Uiteindelijk is een politiek akkoord bereikt voor verlenging van deze noodverordeningen. Formele bekrachtiging gaat via een schriftelijke procedure.
AOB paraatheid voor komende winter
De Commissie lichtte de huidige stand van zaken op de gasmarkt toe en wat we komende tijd kunnen verwachten. De Commissie stelt dat we er goed voor staan wat vulgraden betreft en dat ook de prijzen laag zijn. Binnen de Commissie heerst voorzichtig optimisme, maar het is van belang door te gaan met gas besparen en met de verdere uitrol van gezamenlijke inkoop.
Daarnaast schetst de Commissie nog onzekerheden die voor een veranderende situatie kunnen zorgen, zoals een toenemende wereldvraag naar LNG, het weer en de rol van China op de wereldmarkt. De Commissie benadrukt de noodzaak tot verdere implementatie van de noodmaatregelen, maar ook tot continuering en versnelling van de uitrol van hernieuwbare energieprojecten.
AOB Grieks non-paper interconnectiviteit
Griekenland presenteerde een non-paper over het versterken van het Europese elektriciteitsnetwerk, in het bijzonder de Noord-Zuid verbinding. Dergelijke versterking is nodig voor uitwisseling van elektriciteit uit windenergie geproduceerd in het noorden en zonne-energie uit het zuiden. Dit moet in het bijzonder bijdragen aan verduurzaming van elektriciteitsconsumptie op de West-Balkan. De lidstaten spreken in algemene zin steun uit voor aandacht voor netwerkverzwaringen.

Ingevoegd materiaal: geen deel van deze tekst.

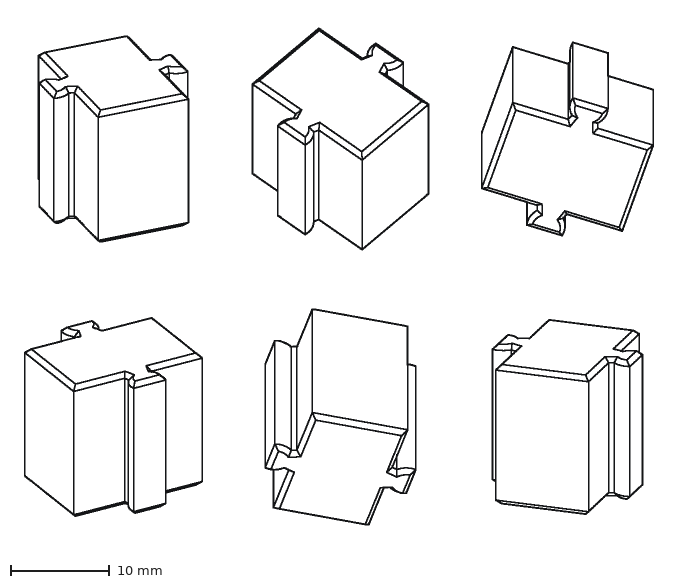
import cadquery as cq

width = 15.0
block_depth = 10.0
height = 15.0
edge_chamfer = 0.5

overall_depth = 14.8
root_half_width = 1.58
waist_half_width = 1.38
waist_offset = 0.54
waist_facet_run = 0.05
tip_half_width = 1.88
flank_radius = 2.0

half_width = width / 2
face_y = block_depth / 2
waist_y = face_y + waist_offset
flank_x = waist_half_width + waist_facet_run
flank_y = waist_y + waist_facet_run
tip_y = overall_depth / 2


def trace_half(outline, side):
    """Trace half of the outline counterclockwise, from one block corner to the opposite one.

    The outline repeats after half a turn about Z: side is +1 for the back half, -1 for the front.
    """
    def at(x, y):
        return (side * x, side * y)

    return (
        outline
        .lineTo(*at(root_half_width, face_y))
        .lineTo(*at(waist_half_width, waist_y))
        .lineTo(*at(flank_x, flank_y))
        .radiusArc(at(tip_half_width, tip_y), -flank_radius)
        .lineTo(*at(-tip_half_width, tip_y))
        .radiusArc(at(-flank_x, flank_y), -flank_radius)
        .lineTo(*at(-waist_half_width, waist_y))
        .lineTo(*at(-root_half_width, face_y))
        .lineTo(*at(-half_width, face_y))
        .lineTo(*at(-half_width, -face_y))
    )


outline = cq.Workplane("XY").moveTo(half_width, face_y)
for side in (1, -1):
    outline = trace_half(outline, side)

body = outline.close().extrude(height)
result = body.faces("<Z or >Z").edges().chamfer(edge_chamfer)

De Commissie wijst op mogelijkheden voor grensoverschrijdende projecten om de status van «project of common interest» te verkrijgen, en voor versimpelde vergunningverlening onder REPowerEU.

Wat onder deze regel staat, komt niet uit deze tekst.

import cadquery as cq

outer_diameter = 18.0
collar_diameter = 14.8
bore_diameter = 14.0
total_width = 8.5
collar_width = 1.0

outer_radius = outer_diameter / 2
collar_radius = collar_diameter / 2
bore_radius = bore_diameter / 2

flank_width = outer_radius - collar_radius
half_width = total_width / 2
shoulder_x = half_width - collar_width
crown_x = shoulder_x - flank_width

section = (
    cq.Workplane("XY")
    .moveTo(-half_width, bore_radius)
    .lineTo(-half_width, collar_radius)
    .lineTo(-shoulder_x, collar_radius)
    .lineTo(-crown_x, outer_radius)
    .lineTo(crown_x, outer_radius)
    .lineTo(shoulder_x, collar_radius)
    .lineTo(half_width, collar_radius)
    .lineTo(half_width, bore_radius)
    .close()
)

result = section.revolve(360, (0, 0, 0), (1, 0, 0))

AOB Non-paper Natuurherstelverordening Denemarken
Denemarken agendeerde tijdens de formele Energieraad het punt dat de natuurherstelverordening mogelijk negatieve effecten heeft op de noodzakelijke versnelde uitrol van hernieuwbare energieprojecten. Onder RepowerEU en de RED zijn versnellingen aangekondigd voor vergunningsprocedures van energieprojecten.
Denemarken tracht met dit agendapunt te voorkomen dat de natuurherstelverordening deze versnellingen weer wegneemt en wil dat hernieuwbare energie altijd als publiek overstijgend belang wordt aangemerkt in plaats van dat dit op projectbasis besloten moet worden.

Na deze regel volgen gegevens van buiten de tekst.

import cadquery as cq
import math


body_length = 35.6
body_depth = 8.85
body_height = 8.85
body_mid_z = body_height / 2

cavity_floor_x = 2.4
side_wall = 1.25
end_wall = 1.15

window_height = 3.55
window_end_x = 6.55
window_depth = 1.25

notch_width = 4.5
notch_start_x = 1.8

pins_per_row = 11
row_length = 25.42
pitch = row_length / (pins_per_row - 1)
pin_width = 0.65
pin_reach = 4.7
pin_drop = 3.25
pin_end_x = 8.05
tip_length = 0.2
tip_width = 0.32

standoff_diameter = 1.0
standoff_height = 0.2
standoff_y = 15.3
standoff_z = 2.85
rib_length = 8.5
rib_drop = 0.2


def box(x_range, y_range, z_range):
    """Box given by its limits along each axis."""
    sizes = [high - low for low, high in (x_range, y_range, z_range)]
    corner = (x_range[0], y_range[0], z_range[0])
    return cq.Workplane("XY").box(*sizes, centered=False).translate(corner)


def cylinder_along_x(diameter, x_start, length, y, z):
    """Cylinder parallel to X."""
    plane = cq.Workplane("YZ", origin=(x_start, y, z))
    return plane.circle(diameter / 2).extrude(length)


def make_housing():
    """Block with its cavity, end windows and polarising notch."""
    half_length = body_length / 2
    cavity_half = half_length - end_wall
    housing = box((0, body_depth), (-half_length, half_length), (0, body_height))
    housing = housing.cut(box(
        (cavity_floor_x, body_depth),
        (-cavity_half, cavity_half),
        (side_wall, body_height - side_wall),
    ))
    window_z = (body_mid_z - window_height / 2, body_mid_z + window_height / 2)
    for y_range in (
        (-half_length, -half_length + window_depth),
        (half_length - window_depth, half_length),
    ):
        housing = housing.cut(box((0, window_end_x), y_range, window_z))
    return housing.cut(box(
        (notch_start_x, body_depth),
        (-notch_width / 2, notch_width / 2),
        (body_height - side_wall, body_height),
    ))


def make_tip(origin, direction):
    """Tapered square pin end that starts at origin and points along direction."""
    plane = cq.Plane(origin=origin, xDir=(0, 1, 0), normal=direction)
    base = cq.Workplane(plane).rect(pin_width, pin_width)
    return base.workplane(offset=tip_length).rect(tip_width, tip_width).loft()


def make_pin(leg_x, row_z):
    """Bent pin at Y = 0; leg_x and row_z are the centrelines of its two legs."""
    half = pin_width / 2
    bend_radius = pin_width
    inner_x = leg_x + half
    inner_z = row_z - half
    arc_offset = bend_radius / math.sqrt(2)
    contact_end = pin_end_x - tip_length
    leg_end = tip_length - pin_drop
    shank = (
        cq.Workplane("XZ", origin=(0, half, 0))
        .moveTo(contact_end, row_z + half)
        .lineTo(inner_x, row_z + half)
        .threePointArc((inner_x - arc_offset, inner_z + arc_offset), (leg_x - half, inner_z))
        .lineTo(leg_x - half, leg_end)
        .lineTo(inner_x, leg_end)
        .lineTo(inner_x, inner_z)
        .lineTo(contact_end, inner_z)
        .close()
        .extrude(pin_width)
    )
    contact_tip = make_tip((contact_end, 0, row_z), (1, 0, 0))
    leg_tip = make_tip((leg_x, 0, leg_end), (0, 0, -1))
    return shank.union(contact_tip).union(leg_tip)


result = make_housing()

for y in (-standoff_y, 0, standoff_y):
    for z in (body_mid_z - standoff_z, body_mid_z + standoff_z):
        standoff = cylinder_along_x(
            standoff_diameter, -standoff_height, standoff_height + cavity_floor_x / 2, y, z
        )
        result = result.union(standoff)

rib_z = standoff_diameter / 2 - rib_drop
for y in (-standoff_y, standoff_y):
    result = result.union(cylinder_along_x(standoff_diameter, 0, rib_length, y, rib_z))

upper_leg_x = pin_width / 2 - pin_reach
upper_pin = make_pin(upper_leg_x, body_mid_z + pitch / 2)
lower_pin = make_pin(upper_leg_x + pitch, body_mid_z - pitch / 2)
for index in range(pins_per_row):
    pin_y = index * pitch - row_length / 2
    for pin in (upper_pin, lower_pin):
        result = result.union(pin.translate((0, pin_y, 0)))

Een brede groep lidstaten, waaronder Nederland, heeft de intentie van de oproep om de energietransitie niet te vertragen ondersteund.
Hervorming elektriciteitsmarkt
Tijdens de formele Energieraad vond een eerste gedachtewisseling plaats over het voorstel omtrent de hervorming van de elektriciteitsmarkt.
De lidstaten erkennen de noodzaak tot het versterken van de bescherming van de consument, alsmede de noodzaak tot uitbreiding van de rol van lange-termijnmarkten. Dit moet leiden tot minder volatiliteit en meer voorspelbaarheid van de elektriciteitsprijzen. Daarbij benadrukken veel lidstaten de noodzaak tot meer flexibiliteit om de uitrol en implementatie van hernieuwbare energiebronnen in het energiesysteem beter te faciliteren.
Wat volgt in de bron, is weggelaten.